4.3. Potential for Buckthorn Control

The two methods we used for killing buckthorn stems, (1) repeated manual cutting at the stem base and (2) a single manual cut followed by repeated flaming (heat) treatments of the stem, were similarly successful, not only in reducing buckthorn, but also in releasing eastern white pine seedlings. However, our second method was initiated with one round of stem cutting because using flame guns to kill the large buckthorn stems we encountered initially would have been prohibitive. Working with Japanese barberry, Ward et al. [26], showed that the labor cost of initial stem destruction was five times greater for flaming than for cutting with a brush saw. Moreover, cutting and flaming differ greatly in utility, as flaming is limited to field conditions in which there is no chance of initiating wildfire whereas cutting is not so constrained.

The reduction in buckthorn density and height caused by our methods is difficult to compare with the rather limited literature available on buckthorn control. Although one or two mechanical treatments do not reduce buckthorn [19,20,21], our results concur with reports that repeated cutting, mowing, or burning provide some level of buckthorn control [24,25,26]. Herbicides (e.g., glyphosate) have been successful with buckthorn [12,13] and offer an alternative that will likely have lower costs than mechanical methods [17,26].
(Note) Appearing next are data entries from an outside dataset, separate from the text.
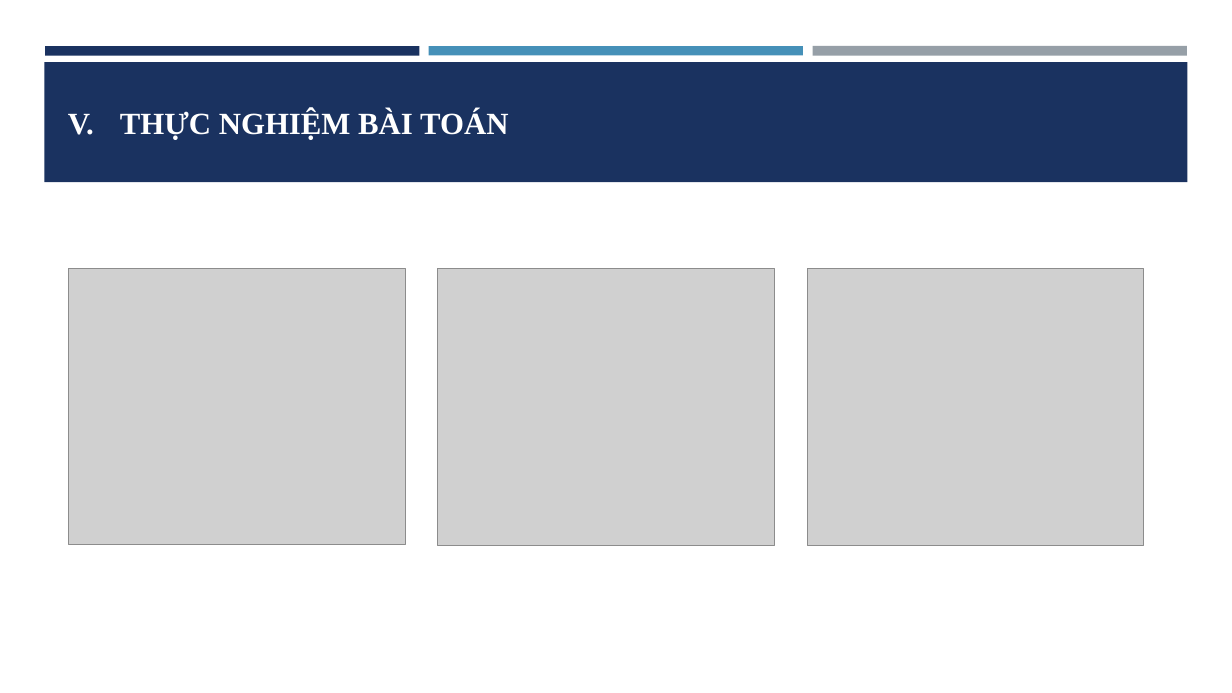
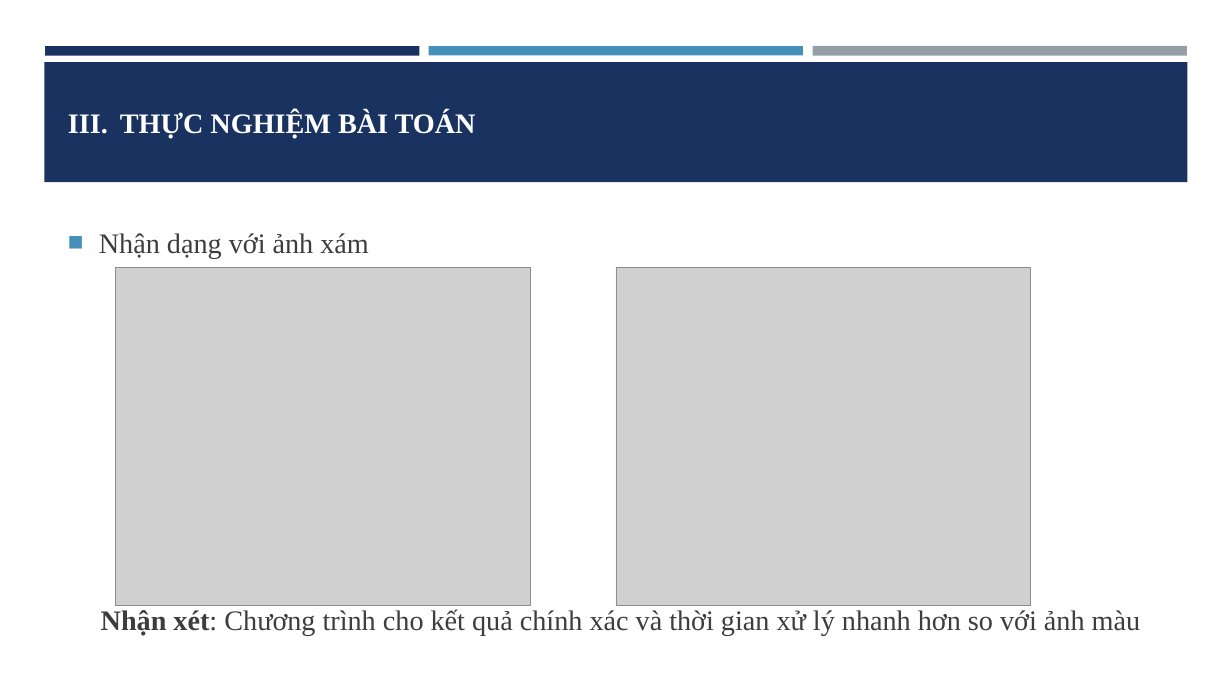
Before and after one commit to khactoan/Face-recognition-tool, a slide deck: slide 15 of Documents/Sparse representation-DangKhacToan.pptx. Drawn at 1232x693 pixels with LibreOffice and Linux fonts; fonts in the diff are those of the drawing; grey boxes stand for pictures. Boxes give left, top, right and bottom in pixels: in the first picture for what was removed or moved away, otherwise in the second. Text is boxed around its words. In the diff, an @@ line names an element or a change of style, - is before the commit and + after.

```diff
--- a/Documents/Sparse representation-DangKhacToan.pptx
+++ b/Documents/Sparse representation-DangKhacToan.pptx
@@ title "THỰC NGHIỆM BÀI TOÁN" at box(120, 111, 476, 138): size 24 to 22 pt @@
@@ text added at box(99, 233, 1141, 636), 22 pt, text #3D3D3D @@
+■ Nhận dạng với ảnh xám
+  Nhận xét: Chương trình cho kết quả chính xác và thời gian xử lý nhanh hơn so với ảnh màu
@@ picture: place and size @@
-picture at box(68, 268, 405, 543)
+picture at box(116, 267, 531, 605)
@@ picture removed at box(438, 268, 775, 545) @@
@@ picture added at box(616, 267, 1031, 605) @@
@@ picture removed at box(807, 269, 1143, 546) @@
```
Also in this commit, not shown: 2 other slides changed, 6 slides added, 1 slide removed.

Ultimately, whether or not one chooses to manage buckthorn—and what control method one chooses should they decide to manage—depends on the (1) values identified by the landowner; (2) effectiveness of the method in realizing those values; and (3) cost of the method. Based on current costs and the return on eastern white pine timber in today’s market, it is questionable whether mechanical control would be cost effective if only timber values were considered. Inclusion of values associated with wildlife, biodiversity, and aesthetics, however, may influence a landowner’s perspective.

4.4. Future Research

Our study was limited to one forest type and one site with particular soil characteristics and climate. To assess the generality of our findings, the study should be repeated in other forest types and at sites with different limiting factors. There are no long-term studies of glossy buckthorn effects on pine and our report provides a limited time frame (five years) for evaluating plant responses to buckthorn and logging treatments. Extending this window will allow more definitive assessment of impacts and we plan to monitor our plots for several more years. Only widely replicated, long-term studies of invasive plant impact and control can inform development of best management practices required by land managers and, increasingly, by government, e.g., [34]. Future research on buckthorn should also quantify the costs of control methods.